Your goal
Pull each line holding "Exitosa" out of the entries below.

Data excerpts
........

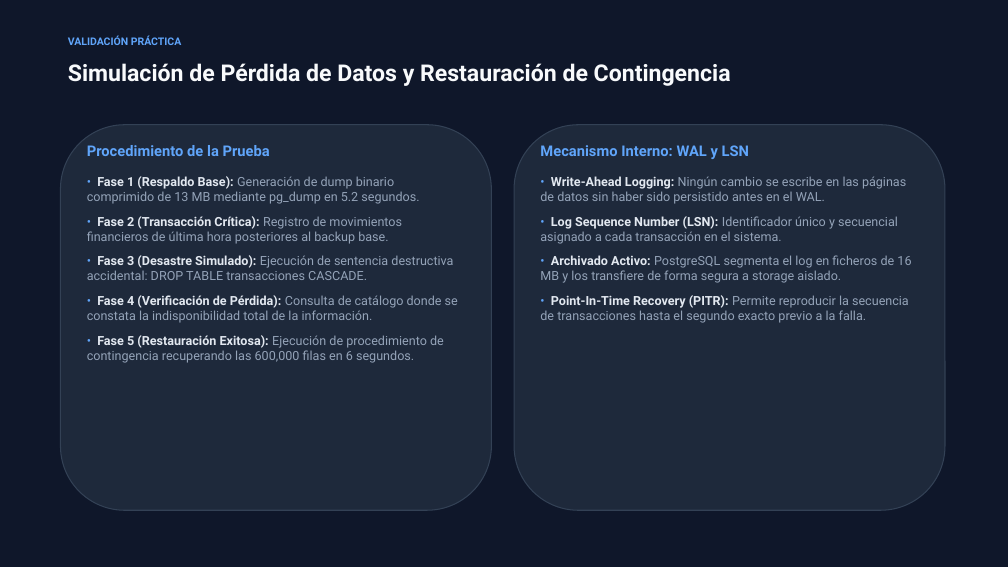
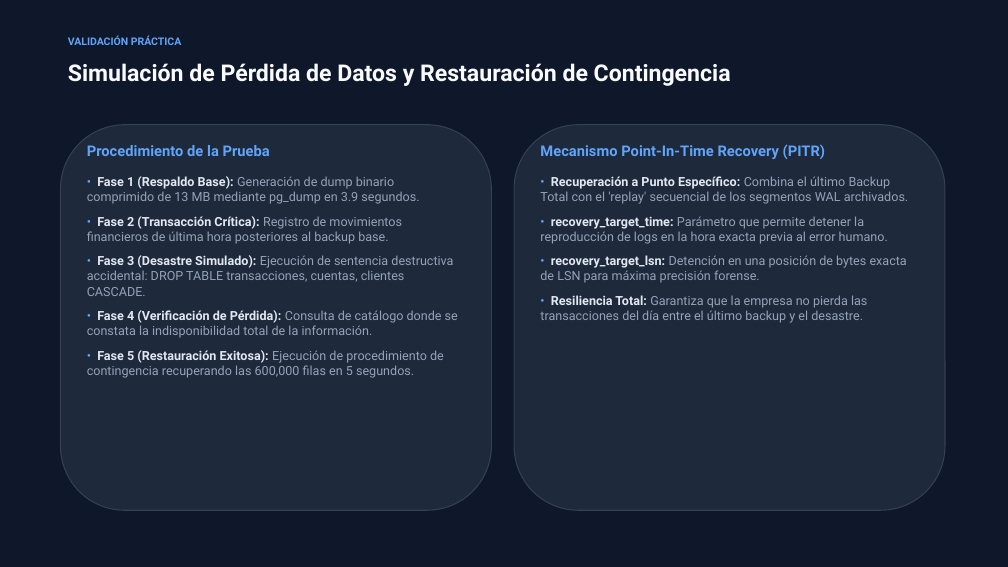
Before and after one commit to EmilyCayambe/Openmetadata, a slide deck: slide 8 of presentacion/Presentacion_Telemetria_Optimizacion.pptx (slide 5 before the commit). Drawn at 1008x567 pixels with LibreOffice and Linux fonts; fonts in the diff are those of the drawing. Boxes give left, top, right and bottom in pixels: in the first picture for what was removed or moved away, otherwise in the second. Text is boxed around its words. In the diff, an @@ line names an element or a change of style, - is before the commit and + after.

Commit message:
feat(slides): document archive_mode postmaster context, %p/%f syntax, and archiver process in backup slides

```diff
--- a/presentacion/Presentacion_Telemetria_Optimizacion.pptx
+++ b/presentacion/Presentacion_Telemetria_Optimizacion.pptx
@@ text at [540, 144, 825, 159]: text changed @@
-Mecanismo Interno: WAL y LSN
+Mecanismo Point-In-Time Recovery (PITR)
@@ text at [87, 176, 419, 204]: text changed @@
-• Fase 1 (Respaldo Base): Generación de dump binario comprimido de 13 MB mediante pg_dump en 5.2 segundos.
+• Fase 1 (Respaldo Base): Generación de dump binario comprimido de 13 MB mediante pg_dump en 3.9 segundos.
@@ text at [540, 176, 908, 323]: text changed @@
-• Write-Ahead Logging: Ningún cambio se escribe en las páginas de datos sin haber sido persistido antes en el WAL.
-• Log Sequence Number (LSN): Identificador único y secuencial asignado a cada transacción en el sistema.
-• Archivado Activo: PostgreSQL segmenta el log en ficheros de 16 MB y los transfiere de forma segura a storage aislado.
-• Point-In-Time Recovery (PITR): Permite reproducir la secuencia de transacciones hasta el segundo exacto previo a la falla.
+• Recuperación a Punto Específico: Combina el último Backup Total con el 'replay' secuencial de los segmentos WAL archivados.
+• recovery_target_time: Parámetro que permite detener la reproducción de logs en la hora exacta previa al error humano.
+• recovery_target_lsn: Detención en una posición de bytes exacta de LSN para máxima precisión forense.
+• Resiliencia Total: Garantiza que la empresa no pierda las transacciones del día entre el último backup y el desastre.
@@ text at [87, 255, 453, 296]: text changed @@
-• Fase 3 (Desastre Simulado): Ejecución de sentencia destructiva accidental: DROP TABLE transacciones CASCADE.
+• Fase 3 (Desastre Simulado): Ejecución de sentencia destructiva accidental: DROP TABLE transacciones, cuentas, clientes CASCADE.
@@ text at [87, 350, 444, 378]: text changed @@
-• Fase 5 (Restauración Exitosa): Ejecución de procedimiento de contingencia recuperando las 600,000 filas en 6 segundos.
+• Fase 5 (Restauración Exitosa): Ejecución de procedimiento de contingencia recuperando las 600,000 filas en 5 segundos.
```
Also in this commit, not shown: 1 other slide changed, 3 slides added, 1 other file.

........

Answer to this problem
-• Fase 5 (Restauración Exitosa): Ejecución de procedimiento de contingencia recuperando las 600,000 filas en 6 segundos.
+• Fase 5 (Restauración Exitosa): Ejecución de procedimiento de contingencia recuperando las 600,000 filas en 5 segundos.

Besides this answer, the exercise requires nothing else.